Solar PV prices really plummeted in the last 15 years, so I found the two chapters on the German and Chinese epochs most interesting. In the chapter on China, Nemet tells the fascinating story of Suntech, the first large-scale Chinese solar module manufacturer. The company was founded by Zhengrong Shi, who spent 15 years as a researcher at an electrical engineering lab at the University of New South Wales in Australia before he returned to China in 2001 with a business plan to build a plant to produce 3 MW of solar modules per year. By 2008, Suntech was producing 1,000 MW per year and had over $1 billion in sales. Suntech went bankrupt in 2013 due in part to its decision to acquire an Italian solar developer later accused of massive fraud, but current powerhouse companies such as Trina Solar, JinkoSolar and JA Solar developed closely on Suntech’s heels.
Shi’s story highlights the importance of academic R&D, as Shi was able to convince German customers that Suntech’s modules were high quality based on his relationship to the university research lab. And, Nemet emphasizes how, “Shi’s experience in the lab [gave] him a broad expertise in PV technologies that allowed him to switch technologies quickly when an opportunity for cost-reductions emerged.”
The story of Suntech and its competitors also emphasizes the doggedness of a number of Chinese entrepreneurs including Shi, who shopped his business plan around China for months before he finally found $5 million in financing. Though Nemet mentions Chinese government policies to invest in renewables to spur demand and says obliquely that, “many of these [solar] firms received substantial funding from the local governments,” I was left with the impression that Chinese solar manufacturing was really launched and developed by scrappy, capitalistic entrepreneurs.
A Series of Incremental Improvements
The scale economies in solar PV are pretty mundane – a bunch of incremental improvements in manufacturing processes, panel efficiency, supply chain optimization, and automation rather than one or two breakthroughs in someone’s R&D lab.

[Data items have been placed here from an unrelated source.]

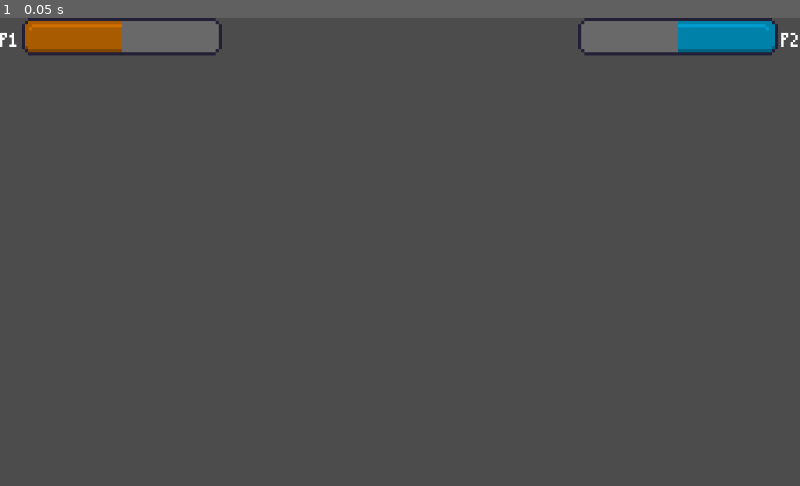
Above: before the commit, frame 1.
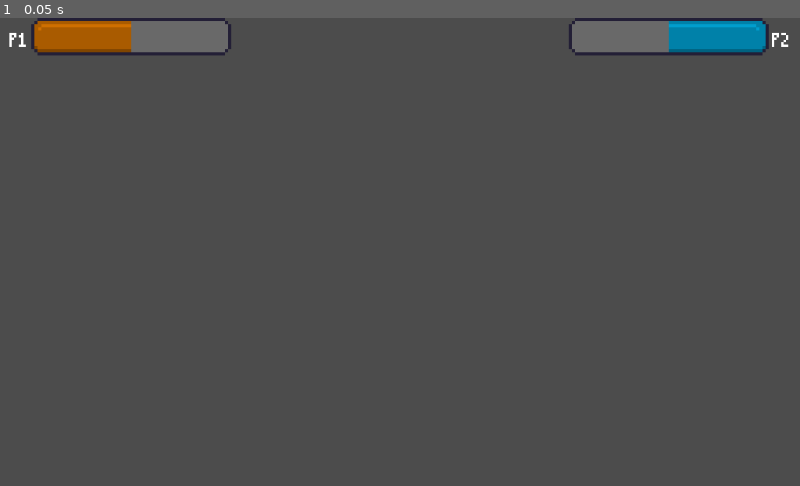
Above: after the commit, the same moment.

Repository: nknguyenhc/Sleepy-people
Game: Godot game, scene res://Hud.tscn
The game is run twice, just before and just after one commit, with the same random seed, the same clock (stepped at 60 frames per second) and the same inputs. The project has no main scene, so this scene is started directly.
Inputs:
- Up to frame 1 (0.05 s): no input

The runs differ from the first frame. In frame 1, 0.7% of the frame differs, in the area x 0-100%, y 0-8%.

Commit message:
Redo UI margins

Diff:
--- a/Hud.tscn
+++ b/Hud.tscn
@@ -17,8 +17,9 @@
 anchor_bottom = 1.0
 
 [node name="hbTopbar" type="HBoxContainer" parent="."]
-margin_right = 1024.0
-margin_bottom = 48.0
+anchor_right = 1.0
+margin_left = 12.0
+margin_right = -12.0
 size_flags_horizontal = 3
 
 [node name="hbA" type="HBoxContainer" parent="hbTopbar"]
@@ -43,13 +44,13 @@
 
 [node name="SpaceFill" type="Control" parent="hbTopbar"]
 margin_left = 288.0
-margin_right = 736.0
+margin_right = 712.0
 margin_bottom = 48.0
 size_flags_horizontal = 3
 
 [node name="hbB" type="HBoxContainer" parent="hbTopbar"]
-margin_left = 740.0
-margin_right = 1024.0
+margin_left = 716.0
+margin_right = 1000.0
 margin_bottom = 48.0
 
 [node name="tpBHealth" type="TextureProgress" parent="hbTopbar/hbB"]

For example, Nemet describes how early module manufacturers used second-hand manufacturing equipment repurposed from computer microprocessor plants, but as the industry expanded, suppliers for solar-specific machinery emerged.
He also describes how Shi led the switch from using poly-crystalline silicon to cheaper and more efficient mono-crystalline silicon, which is perhaps as close as we come to an ah-ha insight that drove costs down. It’s splitting hairs a bit, but this last example could be learning-by-doing rather than scale economies as the insight didn’t necessarily require huge volumes of production.

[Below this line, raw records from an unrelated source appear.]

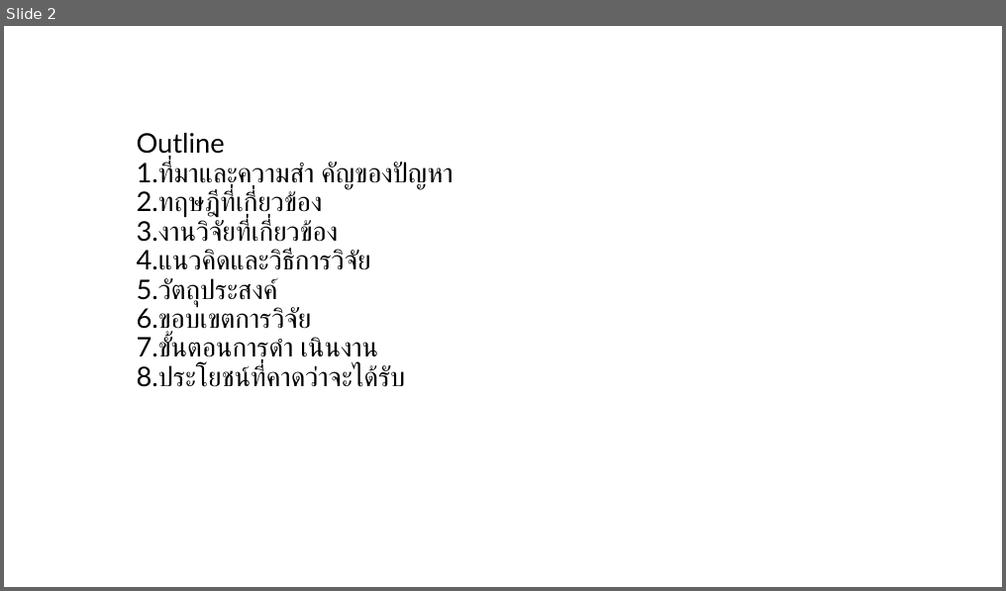
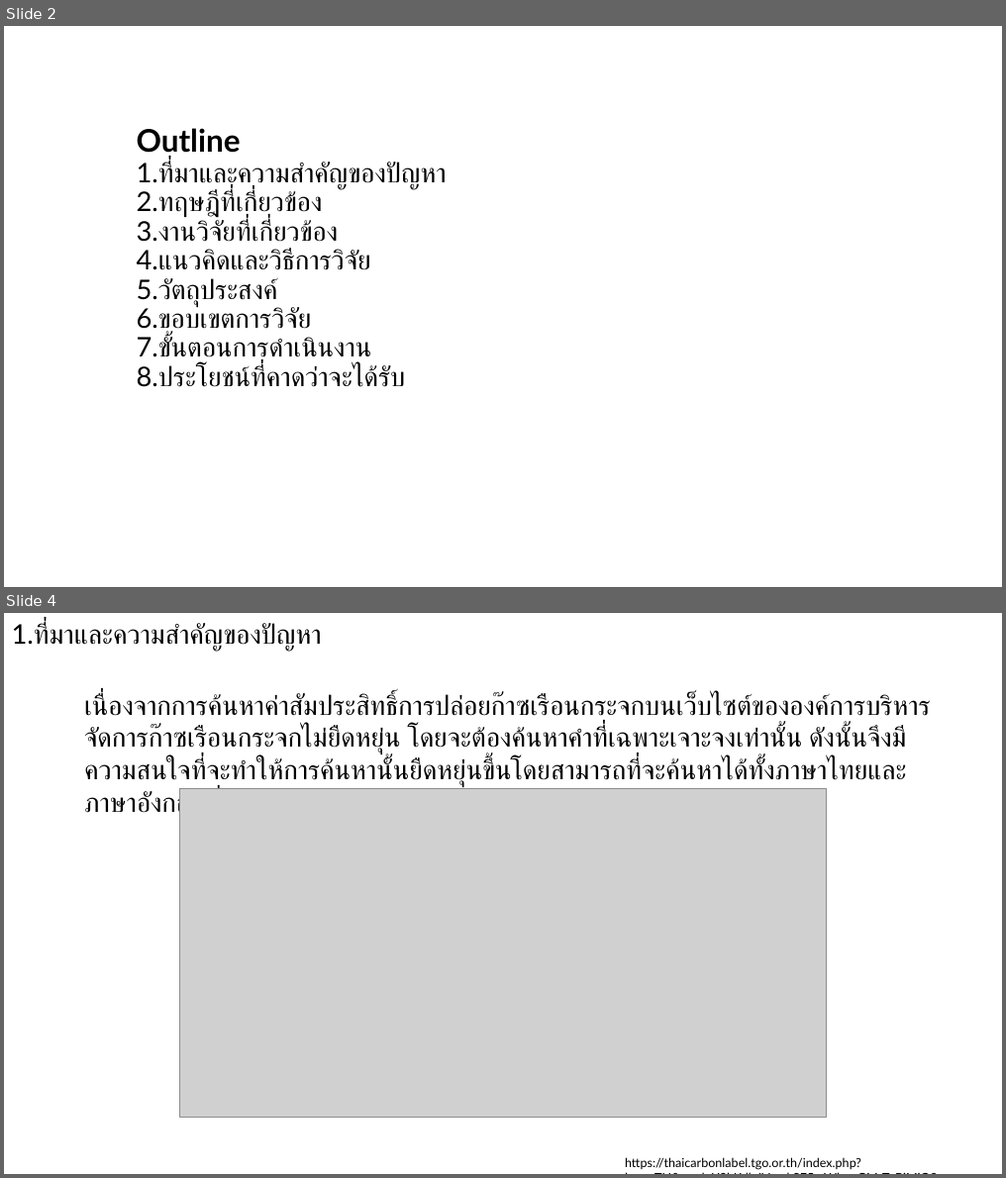
Before and after one commit to nanutnutna/thesis_ef, a slide deck: proposal/Proposal.pptx. Shown one above the other, each under a label of ours: slide 2 before the commit, slides 2 and 4 after it; the slides between them are not shown. The pictures are 1006x591 and 1006x1178 pixels, drawn with LibreOffice and Linux fonts; fonts in the diff are those of the drawing; grey boxes stand for pictures. Boxes give left, top, right and bottom in pixels: in the first picture for what was removed or moved away, otherwise in the second. Text is boxed around its words. In the diff, an @@ line names an element or a change of style, - is before the commit and + after.

```diff
--- a/proposal/Proposal.pptx
+++ b/proposal/Proposal.pptx
@@ slide 4 added at (x1=4, y1=613, x2=1002, y2=1174), background #FFFFFF @@
@@ title added at (x1=12, y1=620, x2=322, y2=652), 26 pt, text #000000 @@
+1.ที่มาและความสำคัญของปัญหา
@@ text added at (x1=84, y1=693, x2=930, y2=821), 26 pt, text #000000 @@
+เนื่องจากการค้นหาค่าสัมประสิทธิ์การปล่อยก๊าซเรือนกระจกบนเว็บไซต์ขององค์การบริหารจัดการก๊าซเรือนกระจกไม่ยืดหยุ่น โดยจะต้องค้นหาคำที่เฉพาะเจาะจงเท่านั้น ดังนั้นจึงมีความสนใจที่จะทำให้การค้นหานั้นยืดหยุ่นขึ้นโดยสามารถที่จะค้นหาได้ทั้งภาษาไทยและภาษาอังกฤษที่มีความหมายเหมือนกัน หรือระบบค้นหาแบบ2 ภาษา
@@ picture added at (x1=180, y1=789, x2=826, y2=1118) @@
@@ text added at (x1=625, y1=1157, x2=861, y2=1170), 12 pt, text #000000 @@
+https://thaicarbonlabel.tgo.or.th/index.php?lang=TH&mod=Y0hKdlpIVmpkSE5mWlcxcGMzTnBiMjQ9
@@ slide 2 changed as well @@
@@ title at (x1=137, y1=128, x2=447, y2=387): spaces changed @@
-Outline
-1.ที่มาและความสำ คัญของปัญหา
-2.ทฤษฎีที่เกี่ยวข้อง
-3.งานวิจัยที่เกี่ยวข้อง
-4.แนวคิดและวิธีการวิจัย
-5.วัตถุประสงค์
-6.ขอบเขตการวิจัย
-7.ขั้นตอนการดำ เนินงาน
-8.ประโยชน์ที่คาดว่าจะได้รับ
+Outline
+1.ที่มาและความสำคัญของปัญหา
+2.ทฤษฎีที่เกี่ยวข้อง
+3.งานวิจัยที่เกี่ยวข้อง
+4.แนวคิดและวิธีการวิจัย
+5.วัตถุประสงค์
+6.ขอบเขตการวิจัย
+7.ขั้นตอนการดำเนินงาน
+8.ประโยชน์ที่คาดว่าจะได้รับ
```
Also in this commit, not shown: 8 other slides changed, 2 other slides added, 1 slide removed, 1 other file.

In the end, some of Nemet’s messages are encouraging: the forces of capitalism, nudged by government programs, encouraged entrepreneurs who saw a growing market for solar to invest capital and a fair amount of blood, sweat and tears into fine-tuning manufacturing processes that led to significant cost-reductions. I’m going out on a limb a bit as I’m pretty averse to making forecasts without a lot of evidence to back them up, but I don’t see an obvious reason why the price reductions have been exhausted.
As Nemet points out, though, the decline in solar prices took a long time, so even if other industries can replicate this path, they’ll have to figure out a way to do it much more quickly.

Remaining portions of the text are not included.